Task details :: Identify, in the records below, every line where the string "StudyRoom" appears, and copy each such line.

··· Source records ···

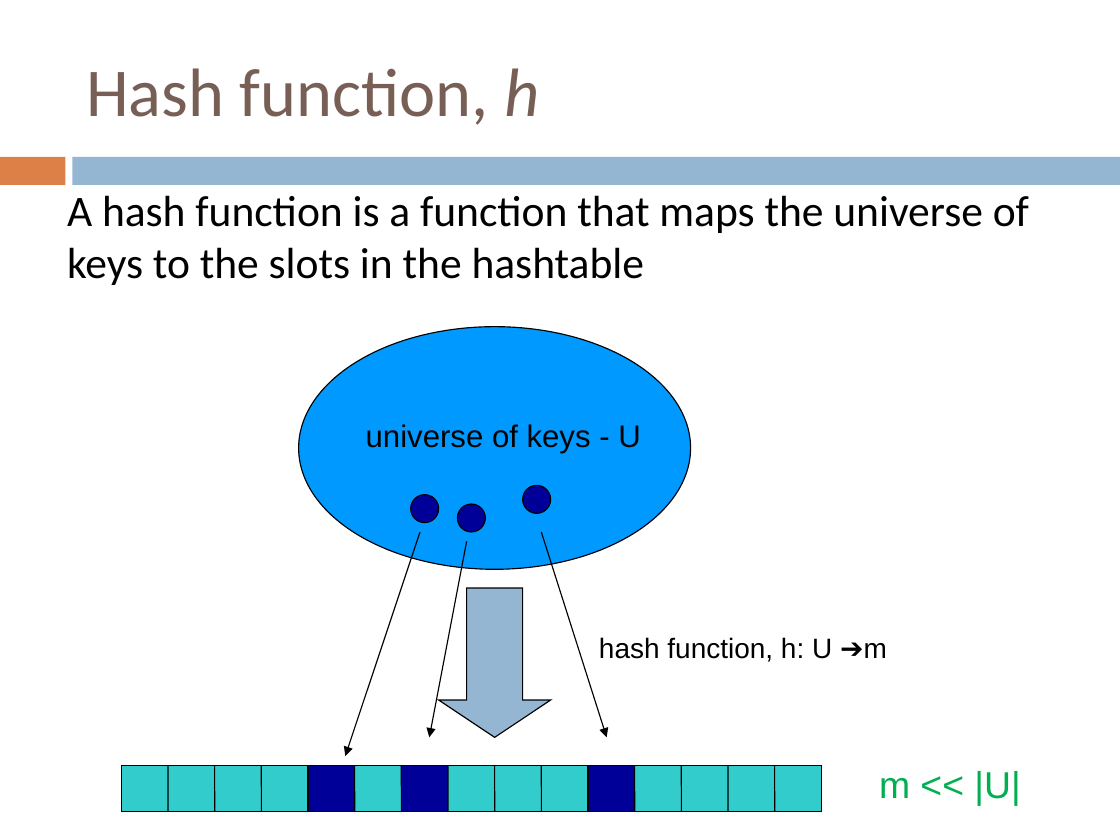
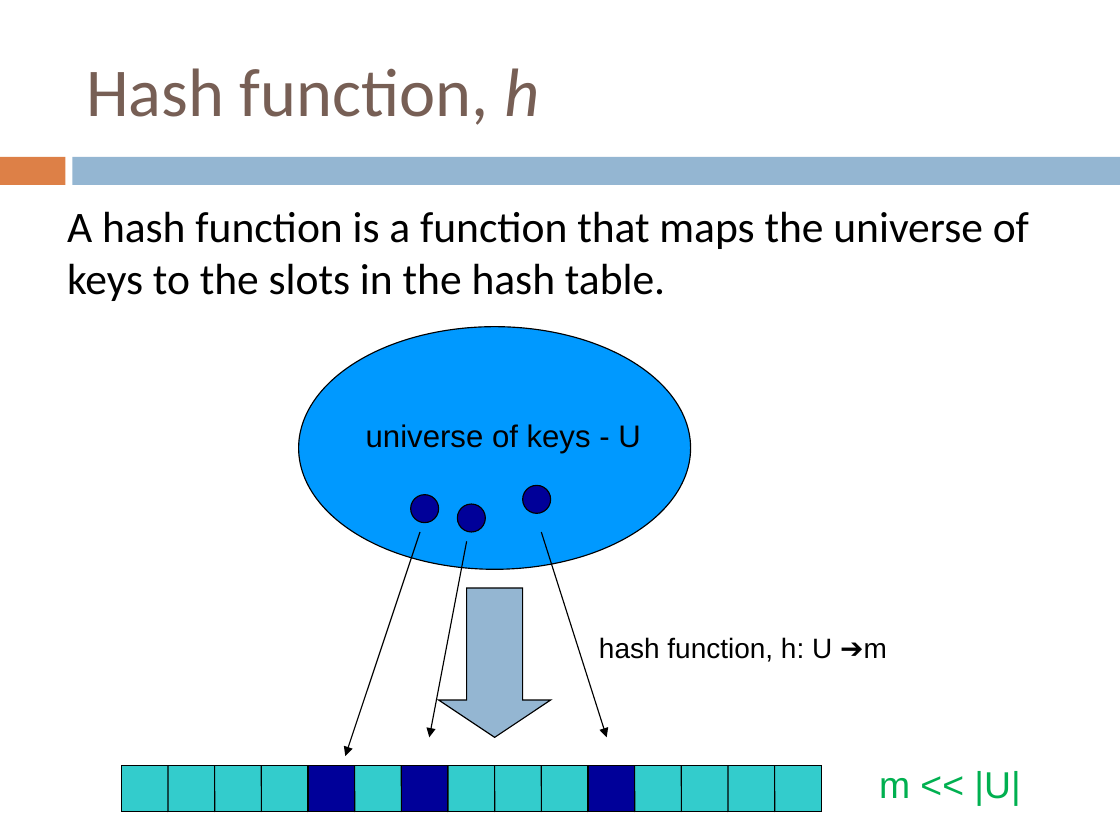
Before and after one commit to Collins-kariuk/Algorithms, a slide deck: slide 16 of Lectures/Lecture 16_Hashtables.pptx (slide 17 before the commit). Drawn at 1120x840 pixels with LibreOffice and Linux fonts; fonts in the diff are those of the drawing. Boxes give left, top, right and bottom in pixels: in the first picture for what was removed or moved away, otherwise in the second. Text is boxed around its words. In the diff, an @@ line names an element or a change of style, - is before the commit and + after.

Commit message:
Review Lecture 16_Hashtables

```diff
--- a/Lectures/Lecture 16_Hashtables.pptx
+++ b/Lectures/Lecture 16_Hashtables.pptx
@@ text at bbox=[67, 211, 1029, 301]: text changed @@
-A hash function is a function that maps the universe of keys to the slots in the hashtable
+A hash function is a function that maps the universe of keys to the slots in the hash table.
```
Also in this commit, not shown: 24 other slides changed, 1 slide removed.
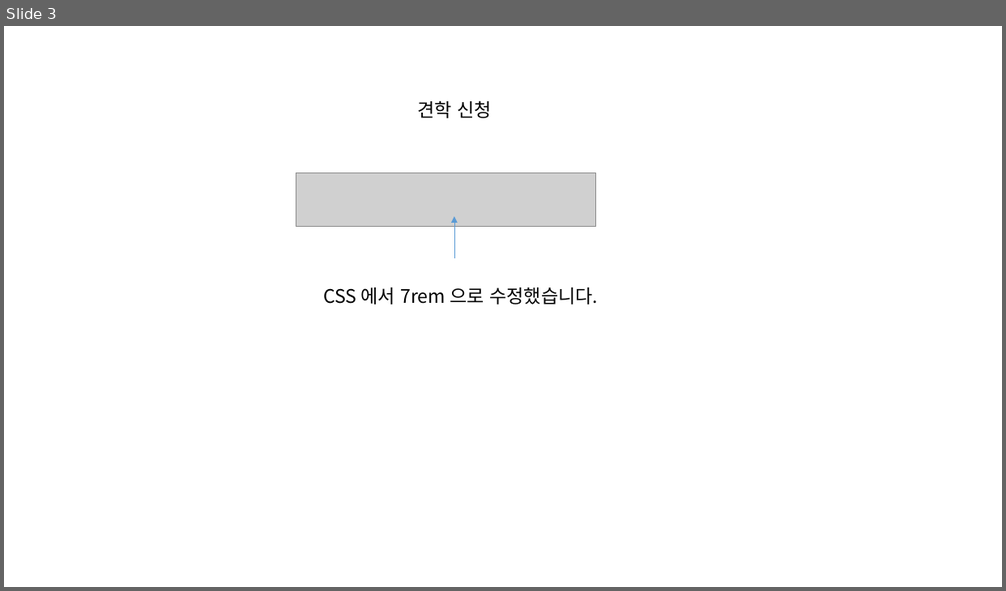
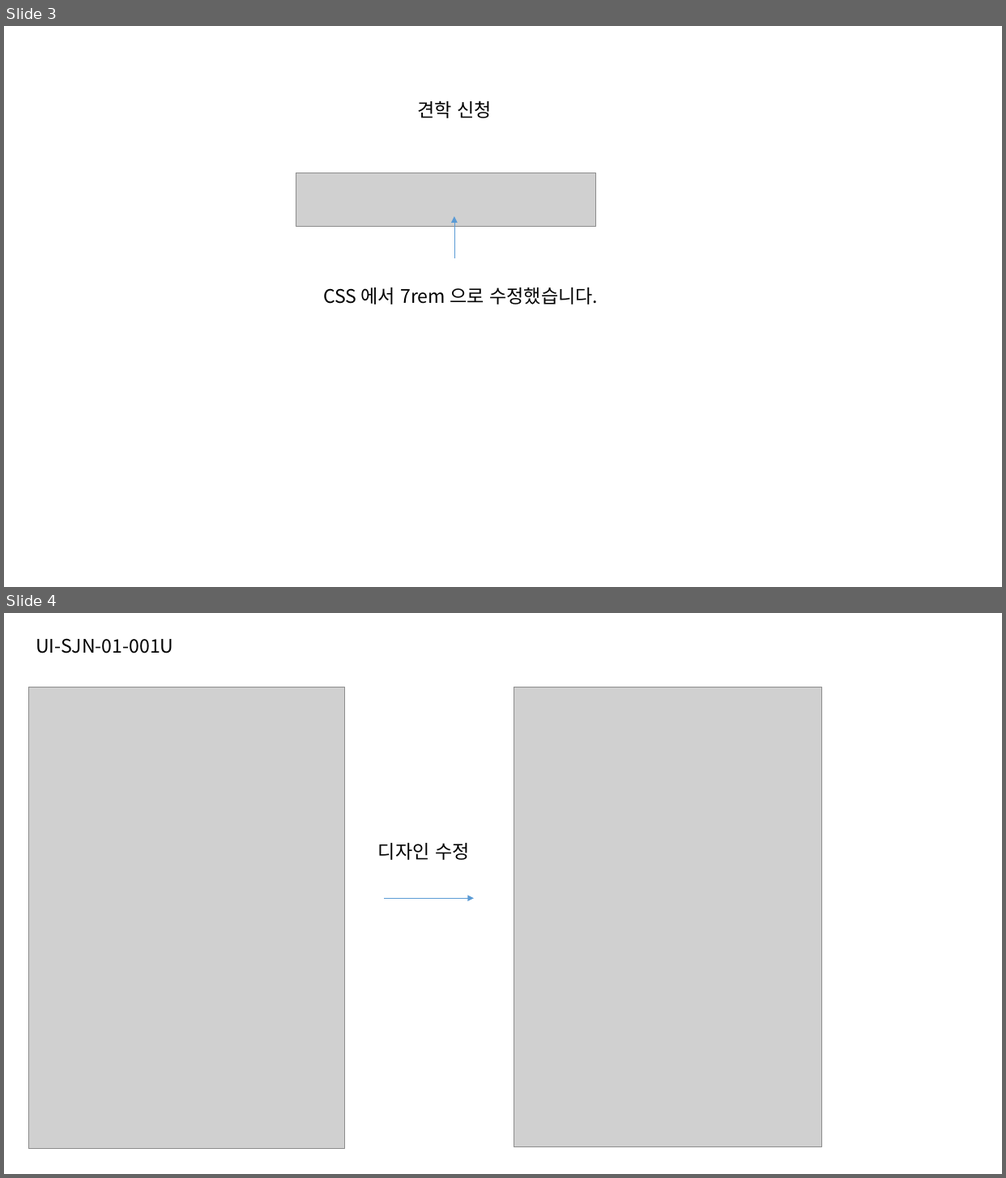
Before and after one commit to jeoungGyy/sejong, a slide deck: ppt/05-12.pptx. Shown one above the other, each under a label of ours: slide 3 before the commit, slides 3 and 4 after it. The pictures are 1006x591 and 1006x1178 pixels, drawn with LibreOffice and Linux fonts; fonts in the diff are those of the drawing; grey boxes stand for pictures. Boxes give left, top, right and bottom in pixels: in the first picture for what was removed or moved away, otherwise in the second. Text is boxed around its words. In the diff, an @@ line names an element or a change of style, - is before the commit and + after.

```diff
--- a/ppt/05-12.pptx
+++ b/ppt/05-12.pptx
@@ slide 4 added at [4,613,1002,1174], background #FFFFFF @@
@@ text added at [36,638,173,653], 18 pt, text #000000 @@
+UI-SJN-01-001U
@@ picture added at [28,687,345,1149] @@
@@ picture added at [513,687,822,1148] @@
@@ text added at [378,843,470,860], 18 pt, text #000000 @@
+디자인 수정
@@ arrow added from (385, 898) to (474, 898), #5B9BD5 0.5 pt @@
```
Also in this commit, not shown: 1 slide changed, 1 other slide added, 2 slides removed, 5 other files.
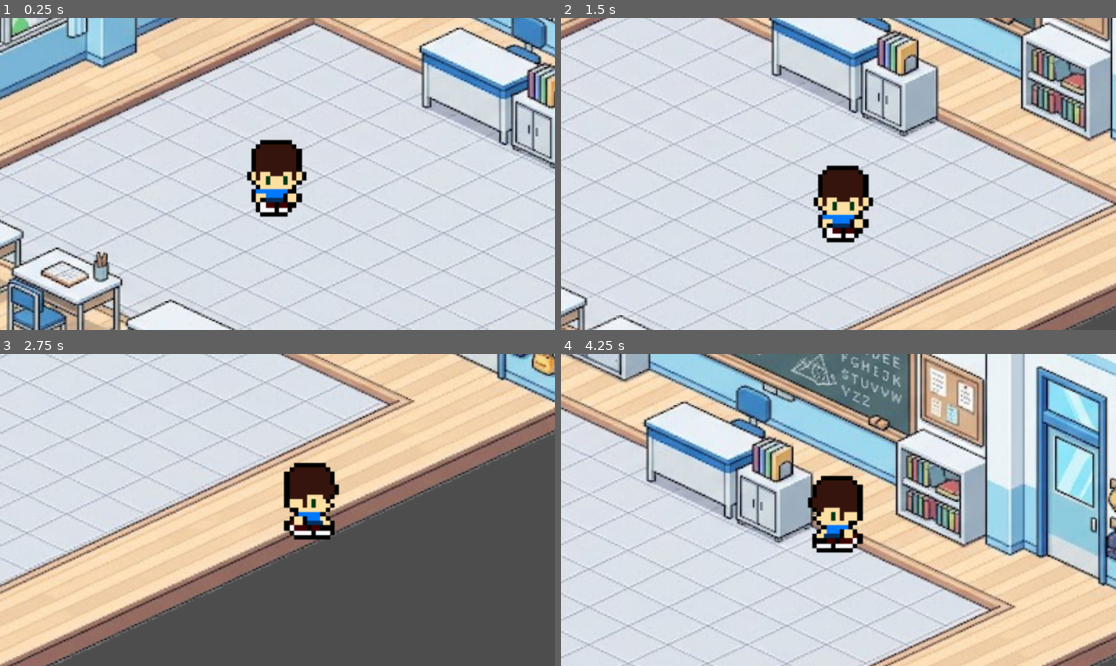
Above: before the commit, frames 1-4 (two rows, left to right).
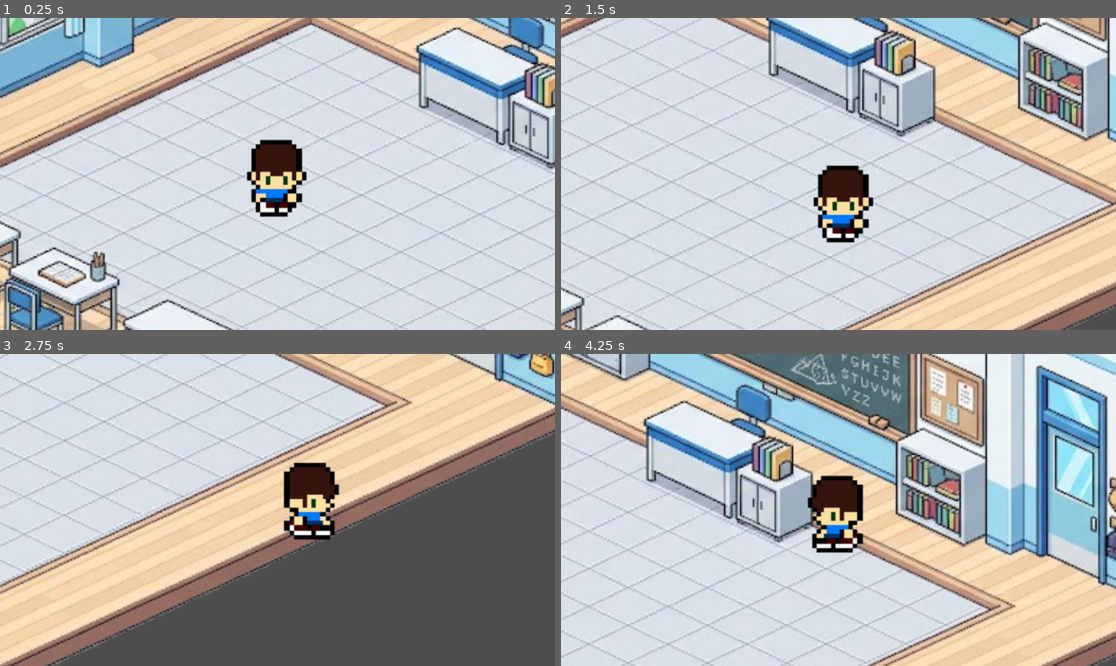
Above: after the commit, the same moments.

Repository: TobsBP/CPG
Game: Godot game, scene res://Map/StudyRoom/study_room.tscn
Two runs of this game, one before a commit and one after it. Both use one fixed random seed, a clock stepped at 60 frames per second and the inputs below.
Inputs:
- Up to frame 1 (0.25 s): no input
- Up to frame 2 (1.5 s): tap Enter at 0.5 s; hold Right (ui_right) 0.53-1.28 s; hold Down (ui_down) from 1.28 s (still down)
- Up to frame 3 (2.75 s): release Down (ui_down) at 2.03 s; hold Right (ui_right) from 2.03 s (still down)
- Up to frame 4 (4.25 s): release Right (ui_right) at 2.78 s; hold Up (ui_up) 2.78-3.53 s; hold Left (ui_left) from 3.53 s (still down)

The runs differ from the first frame. In frame 1, 15% of the frame differs, in the area x 0-100%, y 0-100%; in frame 2, 15%; in frame 3, 3.9%; in frame 4, 6.1%.

Commit message:
fix: fixing hitbox bugs on fightroom

Diff:
--- a/Map/FightRoom/fight_room.tscn
+++ b/Map/FightRoom/fight_room.tscn
@@ -1,13 +1,14 @@
 [gd_scene format=3 uid="uid://b2twf8vyvojl8"]
 
-[ext_resource type="Texture2D" uid="uid://ca4omwfqfl1p6" path="res://Map/assets/v3.png" id="1_ma72x"]
+[ext_resource type="Texture2D" uid="uid://367npad6x4px" path="res://Map/assets/v9.png" id="1_jyy57"]
+[ext_resource type="PackedScene" uid="uid://d1ucxt6cg1t68" path="res://player/player.tscn" id="2_jyy57"]
 
 [node name="FightRoom" type="Node2D" unique_id=32640050]
 
 [node name="Sprite2D" type="Sprite2D" parent="." unique_id=1505408342]
 position = Vector2(546.74994, 302)
 scale = Vector2(0.75436676, 0.7109375)
-texture = ExtResource("1_ma72x")
+texture = ExtResource("1_jyy57")
 
 [node name="Colissions" type="Node2D" parent="Sprite2D" unique_id=1774328935]
 
@@ -15,24 +16,31 @@
 
 [node name="CollisionPolygon2D" type="CollisionPolygon2D" parent="Sprite2D/Colissions/Box" unique_id=1896425498]
 position = Vector2(-578.96234, -119.56043)
-polygon = PackedVector2Array(-1.3256226, 0, 592.55, -254.59338, 595.2012, -49.23076, 331.4038, 74.54947, 326.10132, -43.6044, 275.72797, -21.098907, 283.68164, 98.46155, 3.9768372, 206.76923, 3.9768372, 206.76923)
+polygon = PackedVector2Array(-1.3256226, 0, 164.37627, -75.956024, 178.95805, 130.8132, 2.6512299, 215.20877, 3.9768372, 206.76923)
 
 [node name="CollisionPolygon2D2" type="CollisionPolygon2D" parent="Sprite2D/Colissions/Box" unique_id=246922472]
 position = Vector2(8.285156, -364.30768)
-polygon = PackedVector2Array(2.651245, -2.8131866, 9.279297, 198.32965, 213.42407, 309.45053, 235.95947, 306.63733, 230.65704, 203.95602, 278.3792, 218.02197, 273.07672, 334.7692, 299.589, 351.64832, 310.19397, 346.02194, 562.0608, 457.14282, 562.0608, 248.96701)
+polygon = PackedVector2Array(2.651245, -2.8131866, 9.279297, 198.32965, 233.30829, 305.23074, 310.19397, 346.02194, 562.0608, 457.14282, 562.0608, 248.96701)
 
 [node name="CollisionPolygon2D3" type="CollisionPolygon2D" parent="Sprite2D/Colissions/Box" unique_id=1256390835]
 position = Vector2(1.6570998, 357.27472)
-polygon = PackedVector2Array(0, 0, 226.68018, -108.30774, 479.87268, 22.505493, 681.3662, 26.72522, 681.3662, 26.72522, 682.6918, -129.40662, 478.547, -220.8352, 567.3633, -263.03296, 750.2982, -111.12091, 730.41394, 98.46149, 125.93341, 88.61536)
+polygon = PackedVector2Array(-19.884277, -7.03302, 226.68018, -108.30774, 479.87268, 22.505493, 681.3662, 26.72522, 681.3662, 26.72522, 682.6918, -129.40662, 463.96533, -223.64838, 563.3865, -286.94507, 750.2982, -111.12091, 730.41394, 98.46149, 125.93341, 88.61536)
 
 [node name="CollisionPolygon2D4" type="CollisionPolygon2D" parent="Sprite2D/Colissions/Box" unique_id=1222586453]
 position = Vector2(4.30833, 364.30768)
-polygon = PackedVector2Array(5.30249, -1.4066162, -234.63385, -111.12091, -234.63385, -111.12091, -487.82635, 15.472534, -686.66864, 18.285706, -689.3199, -139.25275, -487.82635, -225.05493, -577.9682, -275.69232, -729.0883, -139.25275, -729.0883, 102.681274, -220.0521, 111.12085)
+polygon = PackedVector2Array(0, -18.285767, -234.63385, -111.12091, -234.63385, -111.12091, -296.93777, -84.39563, -487.82635, 15.472534, -686.66864, 18.285706, -689.3199, -139.25275, -471.91898, -227.86816, -566.03766, -284.13187, -729.0883, -139.25275, -729.0883, 102.681274, -220.0521, 111.12085)
 
 [node name="CollisionPolygon2D5" type="CollisionPolygon2D" parent="Sprite2D/Colissions/Box" unique_id=386817063]
 position = Vector2(-491.47174, 140.65933)
-polygon = PackedVector2Array(0, 4.2197876, 151.12013, -82.98898, 263.79742, -30.945007, 261.14618, 115.34064, 226.68019, 113.93408, 229.3314, -9.84613, 188.23735, -32.351624, 184.26051, 78.769226, 169.67873, 84.39563, 147.14326, 71.73627, 38.442825, 137.84613, -184.26051, 233.4945, -186.91174, 92.835144)
+polygon = PackedVector2Array(58.327072, 21.098938, -196.19104, 137.84613, -194.86543, 85.802185, 3.9768372, -8.439514)
 
 [node name="CollisionPolygon2D6" type="CollisionPolygon2D" parent="Sprite2D/Colissions/Box" unique_id=95303347]
 position = Vector2(677.7208, 226.46152)
-polygon = PackedVector2Array(-1.3255615, 5.626404, -342.00867, -167.38458, -342.00867, -167.38458, -446.7323, -116.74719, -446.7323, 33.75824, -406.96387, 26.72528, -412.2663, -101.27472, -372.49792, -116.74719, -368.521, 2.8132324, -336.7063, -9.84613, 0, 150.5055)
+polygon = PackedVector2Array(3.9768066, 4.2197876, -185.58618, -101.27472, -246.56445, -68.923035, 5.30249, 56.263733)
+
+[node name="CollisionPolygon2D7" type="CollisionPolygon2D" parent="Sprite2D/Colissions/Box" unique_id=812012066]
+position = Vector2(0.3314847, -371.34064)
+polygon = PackedVector2Array(7.9536743, -4.196167e-05, 14.581726, 203.956, -29.163574, 229.27466, -31.814758, 236.30765, -401.6614, 378.37357, -412.26633, 181.4505)
+
+[node name="Player" parent="." unique_id=146193485 instance=ExtResource("2_jyy57")]
+position = Vector2(554, 205)
--- a/Map/StudyRoom/study_room.tscn
+++ b/Map/StudyRoom/study_room.tscn
@@ -4,6 +4,7 @@
 [ext_resource type="PackedScene" uid="uid://d1ucxt6cg1t68" path="res://player/player.tscn" id="2_vxvti"]
 
 [node name="StudyRoom" type="Node2D" unique_id=1360594180]
+position = Vector2(4, 0)
 
 [node name="Sprite2D" type="Sprite2D" parent="." unique_id=1428835121]
 position = Vector2(526, 320)
@@ -42,5 +43,13 @@
 position = Vector2(491, 142)
 polygon = PackedVector2Array(-2, -4, -31, 12, -26, 14, -26, 47, -26, 47, 69, 86, 94, 74, 91, 35, 21, -2)
 
+[node name="Area2" type="Area2D" parent="Colissions" unique_id=135625772]
+
+[node name="CollisionPolygon2D" type="CollisionPolygon2D" parent="Colissions/Area2" unique_id=789958204]
+position = Vector2(903, 370)
+polygon = PackedVector2Array(0, -1, 4, -95, -38, -115, -44, -19)
+
 [node name="Player" parent="." unique_id=146193485 instance=ExtResource("2_vxvti")]
-position = Vector2(491, 347)
+position = Vector2(493, 347)
+
+[connection signal="body_entered" from="Colissions/Area2" to="Player" method="_on_area_2_body_entered"]
--- a/player/player.gd
+++ b/player/player.gd
@@ -51,3 +51,7 @@
 			animated_sprite.play("down")
 		else:
 			animated_sprite.play("up")
+
+func _on_area_2_body_entered(body: Node2D) -> void:
+	if body.is_in_group("player"):
+		get_tree().change_scene_to_file("res://Map/FightRoom/fight_room.tscn")
Binary file removed: Map/assets/sala.png
Not shown, removed: Map/assets/sala.png.import
Binary file removed: Map/assets/v2-Photoroom.png
Not shown, removed: Map/assets/v2-Photoroom.png.import
Binary file removed: Map/assets/v3.png
Binary file added: Map/assets/v9.png
Not shown, changed: Map/assets/v9.png.import

···

Result of this exercise ::
Game: Godot game, scene res://Map/StudyRoom/study_room.tscn
--- a/Map/StudyRoom/study_room.tscn
+++ b/Map/StudyRoom/study_room.tscn
 [node name="StudyRoom" type="Node2D" unique_id=1360594180]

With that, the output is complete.